(Dataset extract begins)

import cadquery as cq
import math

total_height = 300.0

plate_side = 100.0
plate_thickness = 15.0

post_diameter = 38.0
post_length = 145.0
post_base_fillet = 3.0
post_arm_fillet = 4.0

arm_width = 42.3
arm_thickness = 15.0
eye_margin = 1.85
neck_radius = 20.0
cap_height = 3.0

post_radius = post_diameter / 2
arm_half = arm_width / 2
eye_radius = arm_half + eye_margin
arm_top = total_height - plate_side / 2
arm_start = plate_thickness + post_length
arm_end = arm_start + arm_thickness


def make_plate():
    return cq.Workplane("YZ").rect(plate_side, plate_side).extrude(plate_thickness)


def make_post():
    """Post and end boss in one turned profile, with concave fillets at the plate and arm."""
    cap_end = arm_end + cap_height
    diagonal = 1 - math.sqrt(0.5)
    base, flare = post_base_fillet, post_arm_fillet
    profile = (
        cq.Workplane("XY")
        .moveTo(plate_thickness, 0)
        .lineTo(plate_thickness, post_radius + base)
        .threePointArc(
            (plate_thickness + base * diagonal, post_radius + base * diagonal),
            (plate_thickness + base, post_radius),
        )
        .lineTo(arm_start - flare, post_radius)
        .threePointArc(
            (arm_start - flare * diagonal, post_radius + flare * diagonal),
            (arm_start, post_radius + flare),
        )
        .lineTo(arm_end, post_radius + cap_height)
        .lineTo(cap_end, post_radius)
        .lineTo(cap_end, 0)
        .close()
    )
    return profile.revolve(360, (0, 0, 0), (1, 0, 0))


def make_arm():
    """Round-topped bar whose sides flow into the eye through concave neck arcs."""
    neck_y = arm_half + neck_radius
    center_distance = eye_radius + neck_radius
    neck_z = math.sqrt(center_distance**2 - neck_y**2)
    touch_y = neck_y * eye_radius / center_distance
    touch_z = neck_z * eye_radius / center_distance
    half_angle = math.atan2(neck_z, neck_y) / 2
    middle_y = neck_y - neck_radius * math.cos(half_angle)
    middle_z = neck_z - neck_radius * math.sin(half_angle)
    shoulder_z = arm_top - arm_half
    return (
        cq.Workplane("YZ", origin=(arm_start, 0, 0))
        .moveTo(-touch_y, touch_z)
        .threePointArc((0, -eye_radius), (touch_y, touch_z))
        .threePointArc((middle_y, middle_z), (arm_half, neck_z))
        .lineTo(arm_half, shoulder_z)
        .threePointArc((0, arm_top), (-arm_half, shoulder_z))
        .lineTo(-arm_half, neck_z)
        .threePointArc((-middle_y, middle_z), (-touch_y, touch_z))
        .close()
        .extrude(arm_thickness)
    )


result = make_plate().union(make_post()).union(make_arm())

(Dataset extract ends)

_Instructions for the task:_
What lines of the material above contain "flare"? Return each of them.

_Result below:_
    base, flare = post_base_fillet, post_arm_fillet
        .lineTo(arm_start - flare, post_radius)
            (arm_start - flare * diagonal, post_radius + flare * diagonal),
            (arm_start, post_radius + flare),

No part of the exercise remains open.